Task: Given the records below, pull every line with the word "added" into the answer.

Source records:
▬▬▬▬▬▬▬▬▬▬

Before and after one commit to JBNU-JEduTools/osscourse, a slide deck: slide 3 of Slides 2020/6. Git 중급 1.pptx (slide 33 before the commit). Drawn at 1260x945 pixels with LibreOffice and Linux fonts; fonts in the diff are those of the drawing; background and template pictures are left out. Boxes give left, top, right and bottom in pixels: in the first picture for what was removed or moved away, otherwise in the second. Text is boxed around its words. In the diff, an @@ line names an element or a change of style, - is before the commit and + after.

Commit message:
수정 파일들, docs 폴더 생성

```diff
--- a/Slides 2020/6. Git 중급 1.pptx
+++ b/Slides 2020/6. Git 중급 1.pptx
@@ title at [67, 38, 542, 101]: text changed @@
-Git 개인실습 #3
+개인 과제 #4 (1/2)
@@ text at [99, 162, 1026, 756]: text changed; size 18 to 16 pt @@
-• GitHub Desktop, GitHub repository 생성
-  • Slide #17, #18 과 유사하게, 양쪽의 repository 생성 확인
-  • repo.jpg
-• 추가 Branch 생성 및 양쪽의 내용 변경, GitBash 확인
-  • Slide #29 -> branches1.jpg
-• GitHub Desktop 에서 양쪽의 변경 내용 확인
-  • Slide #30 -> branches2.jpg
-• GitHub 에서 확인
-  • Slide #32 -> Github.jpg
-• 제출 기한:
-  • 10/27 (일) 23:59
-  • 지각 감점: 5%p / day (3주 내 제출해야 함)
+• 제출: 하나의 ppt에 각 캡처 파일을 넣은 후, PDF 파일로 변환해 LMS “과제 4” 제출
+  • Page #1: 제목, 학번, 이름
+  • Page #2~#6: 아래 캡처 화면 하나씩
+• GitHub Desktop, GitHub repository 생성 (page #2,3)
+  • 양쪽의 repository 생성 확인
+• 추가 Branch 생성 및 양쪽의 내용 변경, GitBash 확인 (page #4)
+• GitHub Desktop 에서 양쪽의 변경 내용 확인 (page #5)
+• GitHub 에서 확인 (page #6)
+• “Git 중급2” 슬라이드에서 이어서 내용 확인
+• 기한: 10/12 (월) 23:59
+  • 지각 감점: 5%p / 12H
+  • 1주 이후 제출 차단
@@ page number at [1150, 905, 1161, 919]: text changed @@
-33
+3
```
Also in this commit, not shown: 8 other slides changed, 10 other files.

▬▬▬▬▬▬▬▬▬▬

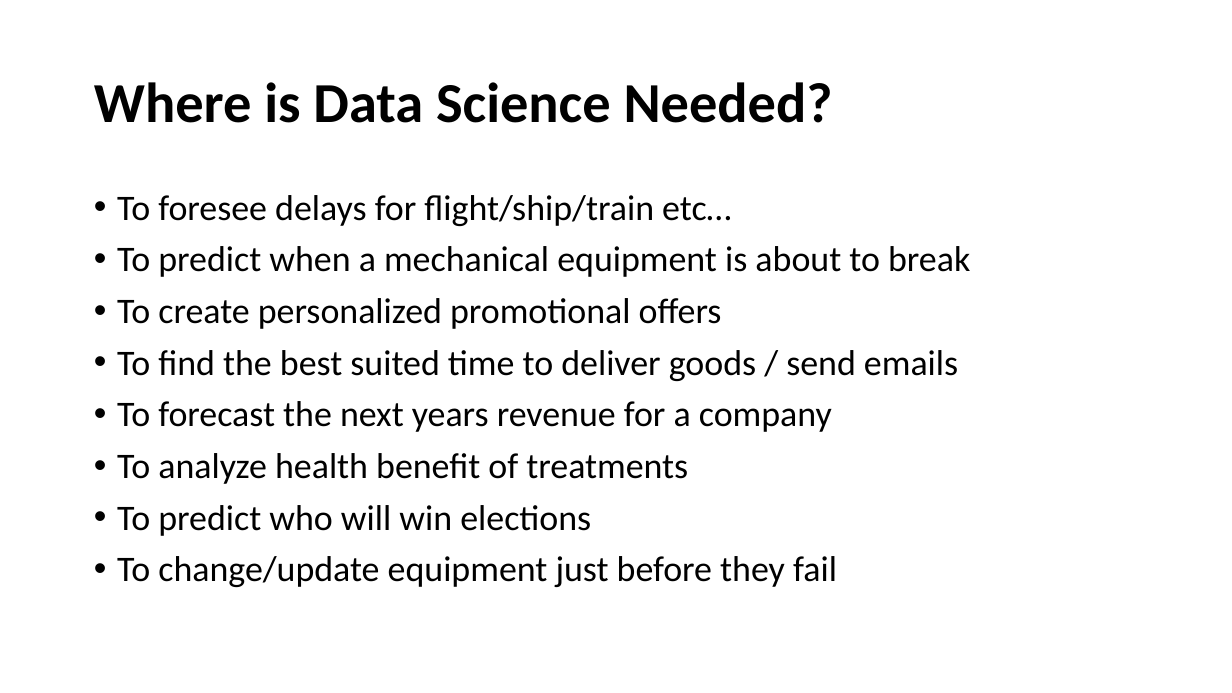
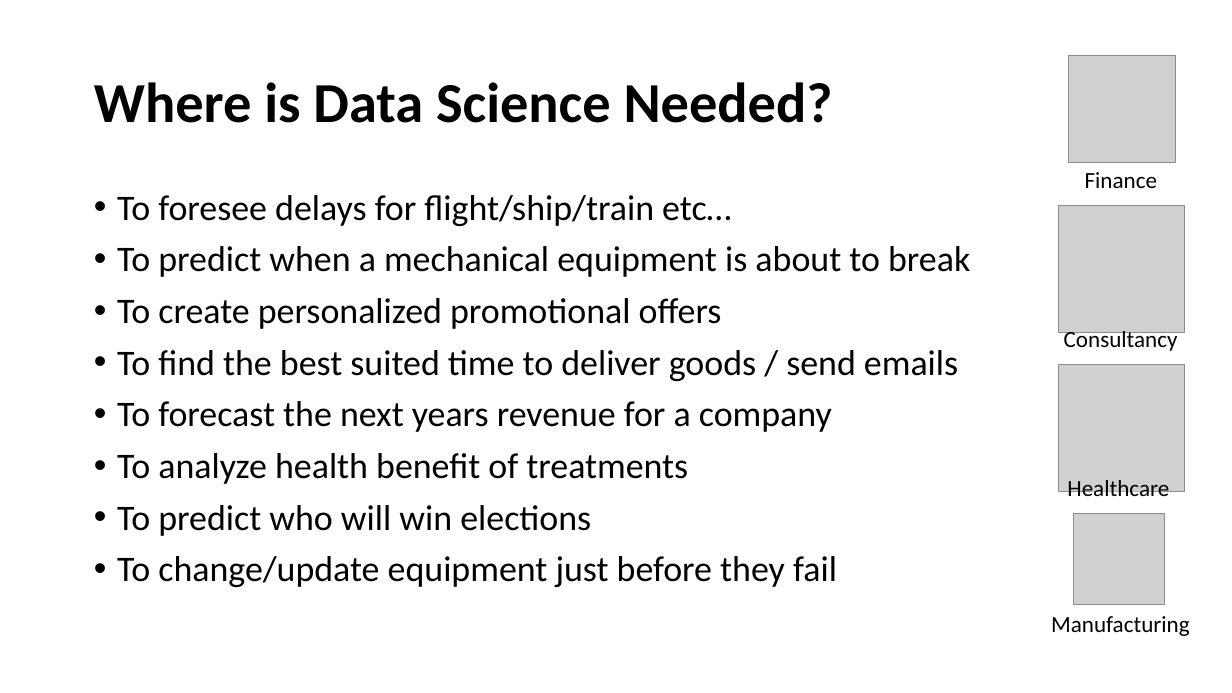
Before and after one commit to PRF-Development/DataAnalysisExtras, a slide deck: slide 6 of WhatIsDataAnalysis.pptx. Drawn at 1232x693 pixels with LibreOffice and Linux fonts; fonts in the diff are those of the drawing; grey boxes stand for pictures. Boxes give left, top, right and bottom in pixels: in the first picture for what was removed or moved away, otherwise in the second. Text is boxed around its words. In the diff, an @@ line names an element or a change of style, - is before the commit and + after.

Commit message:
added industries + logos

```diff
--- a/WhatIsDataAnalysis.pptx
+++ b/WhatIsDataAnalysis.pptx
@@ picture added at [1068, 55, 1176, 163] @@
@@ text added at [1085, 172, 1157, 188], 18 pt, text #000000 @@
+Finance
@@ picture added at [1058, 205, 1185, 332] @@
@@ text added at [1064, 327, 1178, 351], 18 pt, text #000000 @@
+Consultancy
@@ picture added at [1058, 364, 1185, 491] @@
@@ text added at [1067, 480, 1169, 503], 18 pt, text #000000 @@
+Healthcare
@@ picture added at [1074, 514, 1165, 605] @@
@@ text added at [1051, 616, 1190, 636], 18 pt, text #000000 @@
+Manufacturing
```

▬▬▬▬▬▬▬▬▬▬

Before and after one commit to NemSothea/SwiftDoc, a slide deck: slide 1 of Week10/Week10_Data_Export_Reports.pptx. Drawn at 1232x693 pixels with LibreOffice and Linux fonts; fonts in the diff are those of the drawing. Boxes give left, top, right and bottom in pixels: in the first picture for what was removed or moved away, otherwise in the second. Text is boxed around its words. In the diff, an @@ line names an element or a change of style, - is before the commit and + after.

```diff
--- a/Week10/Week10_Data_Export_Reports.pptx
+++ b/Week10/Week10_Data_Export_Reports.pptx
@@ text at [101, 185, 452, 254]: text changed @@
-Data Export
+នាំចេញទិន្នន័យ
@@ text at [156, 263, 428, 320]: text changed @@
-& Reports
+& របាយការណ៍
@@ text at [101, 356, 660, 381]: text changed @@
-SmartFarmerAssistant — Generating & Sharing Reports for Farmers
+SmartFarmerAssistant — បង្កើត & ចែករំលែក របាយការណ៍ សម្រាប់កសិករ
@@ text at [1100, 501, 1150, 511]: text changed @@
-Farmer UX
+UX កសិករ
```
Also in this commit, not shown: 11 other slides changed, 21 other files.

▬▬▬▬▬▬▬▬▬▬

Response:
added industries + logos
@@ picture added at [1068, 55, 1176, 163] @@
@@ text added at [1085, 172, 1157, 188], 18 pt, text #000000 @@
@@ picture added at [1058, 205, 1185, 332] @@
@@ text added at [1064, 327, 1178, 351], 18 pt, text #000000 @@
@@ picture added at [1058, 364, 1185, 491] @@
@@ text added at [1067, 480, 1169, 503], 18 pt, text #000000 @@
@@ picture added at [1074, 514, 1165, 605] @@
@@ text added at [1051, 616, 1190, 636], 18 pt, text #000000 @@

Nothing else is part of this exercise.